1/ Nos han vencido pero aún estamos enteros. Luchamos contra gigantes, hay muchísimas opciones para el ocio, demasiadas. Uno sigue escribiendo porque lo necesita tanto como el comer o el beber, lisa y llanamente. Lo de los escritores lloricas que se guarnecen en el autocomplaciente paraguas del victimismo me producen tanto rechazo como los exitosos autores mainstream a los que aquellos suelen culpar de su fracaso. No puedo ni con unos ni con otros. Y con los falsos aduladores que solo buscan la correspondencia ciega en la lisonja, menos. El rollo del Sr. Lobo, solo tras culminar un buen trabajo. Lo demás son cantos de sirenas encontradizas y porfías estratégicas de escribemonas trepa. 

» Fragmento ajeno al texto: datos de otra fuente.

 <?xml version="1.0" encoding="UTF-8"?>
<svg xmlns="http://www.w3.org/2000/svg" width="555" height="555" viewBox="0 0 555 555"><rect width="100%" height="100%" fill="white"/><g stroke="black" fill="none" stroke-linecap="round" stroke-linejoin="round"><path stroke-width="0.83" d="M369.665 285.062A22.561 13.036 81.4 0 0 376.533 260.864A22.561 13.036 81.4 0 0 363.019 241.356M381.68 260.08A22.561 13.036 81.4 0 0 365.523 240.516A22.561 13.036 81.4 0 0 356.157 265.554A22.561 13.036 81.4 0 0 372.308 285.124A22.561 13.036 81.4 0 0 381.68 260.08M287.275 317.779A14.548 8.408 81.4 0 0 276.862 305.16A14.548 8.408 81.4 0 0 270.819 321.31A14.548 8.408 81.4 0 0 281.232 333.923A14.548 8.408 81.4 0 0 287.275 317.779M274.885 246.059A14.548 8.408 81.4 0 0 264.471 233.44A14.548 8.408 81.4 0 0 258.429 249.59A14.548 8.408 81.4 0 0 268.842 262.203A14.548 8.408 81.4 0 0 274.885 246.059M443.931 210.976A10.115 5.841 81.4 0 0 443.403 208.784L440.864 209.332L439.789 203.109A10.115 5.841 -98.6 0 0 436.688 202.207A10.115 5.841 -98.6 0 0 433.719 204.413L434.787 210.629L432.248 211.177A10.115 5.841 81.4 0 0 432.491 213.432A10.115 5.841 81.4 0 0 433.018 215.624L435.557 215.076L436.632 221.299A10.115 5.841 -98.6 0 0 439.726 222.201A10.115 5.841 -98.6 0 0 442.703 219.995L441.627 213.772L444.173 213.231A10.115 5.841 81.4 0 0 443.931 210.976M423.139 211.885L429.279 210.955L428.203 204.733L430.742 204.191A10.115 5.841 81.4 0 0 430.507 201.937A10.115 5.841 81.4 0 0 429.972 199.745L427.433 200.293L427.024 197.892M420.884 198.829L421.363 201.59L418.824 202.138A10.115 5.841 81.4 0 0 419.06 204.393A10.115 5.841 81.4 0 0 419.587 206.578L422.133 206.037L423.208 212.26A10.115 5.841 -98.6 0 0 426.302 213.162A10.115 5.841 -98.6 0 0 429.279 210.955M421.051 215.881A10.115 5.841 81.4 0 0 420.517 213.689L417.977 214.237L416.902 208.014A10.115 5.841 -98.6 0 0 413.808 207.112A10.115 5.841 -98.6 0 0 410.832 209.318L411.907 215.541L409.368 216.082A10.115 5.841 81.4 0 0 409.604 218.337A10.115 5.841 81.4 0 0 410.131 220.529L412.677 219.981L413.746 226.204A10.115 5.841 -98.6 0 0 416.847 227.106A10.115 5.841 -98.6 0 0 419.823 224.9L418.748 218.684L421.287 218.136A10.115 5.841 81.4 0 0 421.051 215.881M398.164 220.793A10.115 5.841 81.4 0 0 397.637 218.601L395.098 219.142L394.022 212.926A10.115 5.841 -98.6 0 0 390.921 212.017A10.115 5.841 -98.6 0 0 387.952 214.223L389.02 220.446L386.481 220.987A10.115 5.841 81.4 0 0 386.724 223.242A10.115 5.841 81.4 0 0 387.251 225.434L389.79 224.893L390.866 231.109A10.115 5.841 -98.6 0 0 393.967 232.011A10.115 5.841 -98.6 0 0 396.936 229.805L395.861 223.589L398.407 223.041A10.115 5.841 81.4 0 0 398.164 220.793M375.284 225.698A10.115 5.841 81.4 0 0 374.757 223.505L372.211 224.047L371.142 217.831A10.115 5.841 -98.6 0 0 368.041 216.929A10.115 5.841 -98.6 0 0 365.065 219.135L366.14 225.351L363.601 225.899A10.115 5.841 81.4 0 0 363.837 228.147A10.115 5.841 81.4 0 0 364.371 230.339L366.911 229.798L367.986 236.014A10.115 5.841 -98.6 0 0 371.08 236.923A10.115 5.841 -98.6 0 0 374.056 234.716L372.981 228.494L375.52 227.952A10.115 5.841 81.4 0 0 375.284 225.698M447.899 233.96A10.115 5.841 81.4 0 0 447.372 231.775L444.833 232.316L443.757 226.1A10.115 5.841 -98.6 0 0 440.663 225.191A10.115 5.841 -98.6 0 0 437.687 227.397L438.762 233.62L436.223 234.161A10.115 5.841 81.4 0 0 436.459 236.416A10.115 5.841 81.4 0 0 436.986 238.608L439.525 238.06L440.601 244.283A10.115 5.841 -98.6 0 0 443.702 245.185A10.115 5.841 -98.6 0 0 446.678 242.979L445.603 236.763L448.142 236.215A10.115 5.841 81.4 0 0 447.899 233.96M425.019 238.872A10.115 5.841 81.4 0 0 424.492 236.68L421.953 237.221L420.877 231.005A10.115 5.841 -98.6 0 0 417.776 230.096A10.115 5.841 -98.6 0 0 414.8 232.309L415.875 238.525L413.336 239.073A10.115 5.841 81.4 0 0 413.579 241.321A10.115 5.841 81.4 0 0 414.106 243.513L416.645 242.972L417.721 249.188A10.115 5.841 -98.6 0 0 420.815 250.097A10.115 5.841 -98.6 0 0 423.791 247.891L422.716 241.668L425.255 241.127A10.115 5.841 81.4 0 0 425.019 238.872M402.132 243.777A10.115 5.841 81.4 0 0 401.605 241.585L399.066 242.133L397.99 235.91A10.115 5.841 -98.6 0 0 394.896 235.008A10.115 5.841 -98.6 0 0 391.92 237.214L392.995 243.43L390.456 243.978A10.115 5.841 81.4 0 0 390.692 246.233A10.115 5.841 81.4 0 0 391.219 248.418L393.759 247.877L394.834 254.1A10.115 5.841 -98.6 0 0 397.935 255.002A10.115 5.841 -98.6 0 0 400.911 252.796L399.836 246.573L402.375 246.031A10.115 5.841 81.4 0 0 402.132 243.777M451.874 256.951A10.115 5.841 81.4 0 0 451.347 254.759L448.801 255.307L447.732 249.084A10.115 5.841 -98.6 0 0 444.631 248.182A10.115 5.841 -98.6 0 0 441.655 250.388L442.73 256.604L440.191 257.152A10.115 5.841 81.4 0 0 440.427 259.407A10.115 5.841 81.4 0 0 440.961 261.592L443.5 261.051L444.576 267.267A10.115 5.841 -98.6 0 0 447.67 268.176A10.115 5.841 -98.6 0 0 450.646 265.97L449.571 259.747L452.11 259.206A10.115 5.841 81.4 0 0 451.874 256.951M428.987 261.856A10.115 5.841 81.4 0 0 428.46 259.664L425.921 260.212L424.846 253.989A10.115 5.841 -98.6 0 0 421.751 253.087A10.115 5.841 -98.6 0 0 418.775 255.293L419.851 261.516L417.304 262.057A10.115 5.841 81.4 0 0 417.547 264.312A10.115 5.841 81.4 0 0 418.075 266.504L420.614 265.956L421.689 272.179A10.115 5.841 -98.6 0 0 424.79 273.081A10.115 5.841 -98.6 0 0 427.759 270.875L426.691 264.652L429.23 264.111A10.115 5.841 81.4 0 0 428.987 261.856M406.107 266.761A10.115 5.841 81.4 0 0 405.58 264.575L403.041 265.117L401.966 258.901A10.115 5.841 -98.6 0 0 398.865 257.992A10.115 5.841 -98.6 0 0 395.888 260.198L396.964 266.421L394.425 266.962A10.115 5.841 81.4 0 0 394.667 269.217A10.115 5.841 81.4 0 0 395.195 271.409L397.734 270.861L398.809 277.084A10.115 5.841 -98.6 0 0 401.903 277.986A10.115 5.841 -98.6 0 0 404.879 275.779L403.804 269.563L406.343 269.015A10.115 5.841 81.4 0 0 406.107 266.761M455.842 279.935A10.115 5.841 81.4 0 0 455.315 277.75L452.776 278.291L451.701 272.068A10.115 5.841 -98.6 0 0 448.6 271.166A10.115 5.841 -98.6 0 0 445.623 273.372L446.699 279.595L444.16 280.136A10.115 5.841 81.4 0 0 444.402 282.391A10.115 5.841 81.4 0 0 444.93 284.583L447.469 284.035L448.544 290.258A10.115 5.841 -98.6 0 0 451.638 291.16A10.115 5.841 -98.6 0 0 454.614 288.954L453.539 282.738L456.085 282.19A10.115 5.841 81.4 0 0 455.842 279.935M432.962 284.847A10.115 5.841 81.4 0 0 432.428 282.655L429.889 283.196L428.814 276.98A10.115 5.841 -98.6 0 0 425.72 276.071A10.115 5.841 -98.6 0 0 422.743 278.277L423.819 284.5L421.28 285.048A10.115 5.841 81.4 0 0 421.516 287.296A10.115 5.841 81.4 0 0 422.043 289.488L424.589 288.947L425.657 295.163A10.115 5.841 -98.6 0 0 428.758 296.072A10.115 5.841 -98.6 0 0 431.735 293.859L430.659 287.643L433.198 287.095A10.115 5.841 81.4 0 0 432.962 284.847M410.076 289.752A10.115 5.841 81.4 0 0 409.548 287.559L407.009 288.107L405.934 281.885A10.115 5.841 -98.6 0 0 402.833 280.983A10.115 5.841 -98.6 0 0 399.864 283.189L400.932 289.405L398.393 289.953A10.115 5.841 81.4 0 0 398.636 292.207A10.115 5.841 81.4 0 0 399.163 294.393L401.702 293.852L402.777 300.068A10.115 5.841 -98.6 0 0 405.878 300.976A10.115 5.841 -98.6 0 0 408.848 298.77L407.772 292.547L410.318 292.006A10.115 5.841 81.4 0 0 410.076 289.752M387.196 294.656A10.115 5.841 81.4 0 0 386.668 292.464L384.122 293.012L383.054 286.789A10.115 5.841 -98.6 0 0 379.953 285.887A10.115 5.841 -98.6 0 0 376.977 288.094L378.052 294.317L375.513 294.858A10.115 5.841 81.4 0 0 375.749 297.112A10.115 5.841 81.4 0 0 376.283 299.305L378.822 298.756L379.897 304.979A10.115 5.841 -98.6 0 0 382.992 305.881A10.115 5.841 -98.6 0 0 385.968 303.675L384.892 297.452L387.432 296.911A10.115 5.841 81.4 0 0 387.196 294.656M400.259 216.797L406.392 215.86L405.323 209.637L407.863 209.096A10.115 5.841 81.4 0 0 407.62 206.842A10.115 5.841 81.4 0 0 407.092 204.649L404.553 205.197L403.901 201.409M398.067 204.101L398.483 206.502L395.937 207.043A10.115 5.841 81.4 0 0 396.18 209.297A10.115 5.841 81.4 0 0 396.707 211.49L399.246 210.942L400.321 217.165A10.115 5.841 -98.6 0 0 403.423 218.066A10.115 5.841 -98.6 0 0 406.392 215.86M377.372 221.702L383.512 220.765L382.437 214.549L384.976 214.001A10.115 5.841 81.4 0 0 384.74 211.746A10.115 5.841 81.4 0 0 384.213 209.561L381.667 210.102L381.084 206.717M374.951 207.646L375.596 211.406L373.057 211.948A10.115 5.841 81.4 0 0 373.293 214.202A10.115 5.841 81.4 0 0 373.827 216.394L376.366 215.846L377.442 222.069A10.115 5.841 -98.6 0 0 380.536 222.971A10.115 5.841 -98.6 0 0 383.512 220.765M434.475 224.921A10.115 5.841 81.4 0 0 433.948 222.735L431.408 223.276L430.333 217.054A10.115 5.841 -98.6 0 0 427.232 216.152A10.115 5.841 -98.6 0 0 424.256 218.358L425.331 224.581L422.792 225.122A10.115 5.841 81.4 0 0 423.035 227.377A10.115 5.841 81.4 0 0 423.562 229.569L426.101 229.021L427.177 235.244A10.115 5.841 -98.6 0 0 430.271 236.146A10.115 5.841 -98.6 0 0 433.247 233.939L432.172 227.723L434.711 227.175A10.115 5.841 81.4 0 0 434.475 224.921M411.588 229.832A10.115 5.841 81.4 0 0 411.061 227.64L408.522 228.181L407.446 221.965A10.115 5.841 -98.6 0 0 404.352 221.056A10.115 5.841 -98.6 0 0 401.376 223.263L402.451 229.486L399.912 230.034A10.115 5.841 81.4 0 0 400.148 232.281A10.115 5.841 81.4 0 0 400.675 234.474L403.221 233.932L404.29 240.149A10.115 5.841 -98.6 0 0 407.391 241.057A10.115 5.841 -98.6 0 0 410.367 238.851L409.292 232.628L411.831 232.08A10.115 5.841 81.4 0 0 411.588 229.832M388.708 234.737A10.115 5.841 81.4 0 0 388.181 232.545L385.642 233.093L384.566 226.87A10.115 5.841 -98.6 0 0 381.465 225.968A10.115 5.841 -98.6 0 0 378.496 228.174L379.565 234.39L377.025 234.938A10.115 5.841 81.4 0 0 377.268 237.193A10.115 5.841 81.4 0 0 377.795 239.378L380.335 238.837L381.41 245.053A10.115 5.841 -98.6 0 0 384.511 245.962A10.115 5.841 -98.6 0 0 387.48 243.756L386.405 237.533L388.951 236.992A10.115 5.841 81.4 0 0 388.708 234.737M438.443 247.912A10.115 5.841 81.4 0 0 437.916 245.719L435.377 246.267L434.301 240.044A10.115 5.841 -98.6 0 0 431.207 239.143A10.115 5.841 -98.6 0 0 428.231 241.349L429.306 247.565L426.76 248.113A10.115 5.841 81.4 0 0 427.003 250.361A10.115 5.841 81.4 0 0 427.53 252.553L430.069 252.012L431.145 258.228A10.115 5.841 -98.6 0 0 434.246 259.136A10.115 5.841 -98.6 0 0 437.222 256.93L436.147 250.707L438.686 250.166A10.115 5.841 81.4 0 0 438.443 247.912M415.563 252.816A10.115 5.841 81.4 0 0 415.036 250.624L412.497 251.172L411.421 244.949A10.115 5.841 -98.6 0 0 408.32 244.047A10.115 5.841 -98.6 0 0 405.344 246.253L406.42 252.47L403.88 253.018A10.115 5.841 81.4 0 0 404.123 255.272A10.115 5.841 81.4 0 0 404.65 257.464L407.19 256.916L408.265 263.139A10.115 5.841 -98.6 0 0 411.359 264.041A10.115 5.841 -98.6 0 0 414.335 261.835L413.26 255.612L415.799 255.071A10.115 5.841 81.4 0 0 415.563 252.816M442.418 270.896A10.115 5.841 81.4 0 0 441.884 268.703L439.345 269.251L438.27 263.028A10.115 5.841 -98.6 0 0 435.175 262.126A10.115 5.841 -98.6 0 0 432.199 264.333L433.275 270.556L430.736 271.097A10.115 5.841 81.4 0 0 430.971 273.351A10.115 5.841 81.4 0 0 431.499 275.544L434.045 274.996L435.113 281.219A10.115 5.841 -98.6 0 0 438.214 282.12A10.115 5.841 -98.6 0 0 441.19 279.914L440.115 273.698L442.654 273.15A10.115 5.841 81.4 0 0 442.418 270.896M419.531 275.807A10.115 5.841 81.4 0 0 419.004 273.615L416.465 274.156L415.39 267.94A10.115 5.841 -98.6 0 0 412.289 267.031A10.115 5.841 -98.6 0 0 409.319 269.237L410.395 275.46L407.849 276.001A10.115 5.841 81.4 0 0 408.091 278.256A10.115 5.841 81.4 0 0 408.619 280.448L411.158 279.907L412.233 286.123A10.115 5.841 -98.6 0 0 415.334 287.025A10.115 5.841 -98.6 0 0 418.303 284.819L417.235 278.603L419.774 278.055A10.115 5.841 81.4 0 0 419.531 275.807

2/ No pienso volver a escribir cargado de odio. Ya no. Solo una vez lo hice. En Los ángeles rasos, mi segunda novela. Es la única de mis obras de la que reniego. Absolutamente fallida, exceptuando el título. Por eso lo he colocado un poco con calzador al inicio de este texto. El odio brota de vez en cuando en mis letras porque la vida está llena de aspectos detestables, pero no centra el conjunto. No soporto las malditas banderas, los himnos, la gentrificación o el abuso de poder, motivos no faltan para el cabreo. La situación en mi país, por ejemplo. Me tiene desquiciado que los tres repulsivos partidos de derechas se estén llevando al huerto a las masas obreras, me revienta sobremanera tener que reprimir al nieto de Durruti que llevo dentro para adherirme con la nariz tapada y la arcada contenida al mal menor que representa una timorata izquierda de pitiminí más interesada en la corrección discursiva que en cambiar de una puta vez las cosas. No son estos tiempos de burladeros y equidistancias. De vez en cuando agito el avispero. Y mucho me temo que el cuerpo me va a pedir –lo está haciendo ya– que lo haga con más saña. Seguramente así será, pero intentaré tener en mente un precepto que puede parecer cursi pero, qué coño, es una verdad como un templo, inapelable de todas todas: solo el amor salva.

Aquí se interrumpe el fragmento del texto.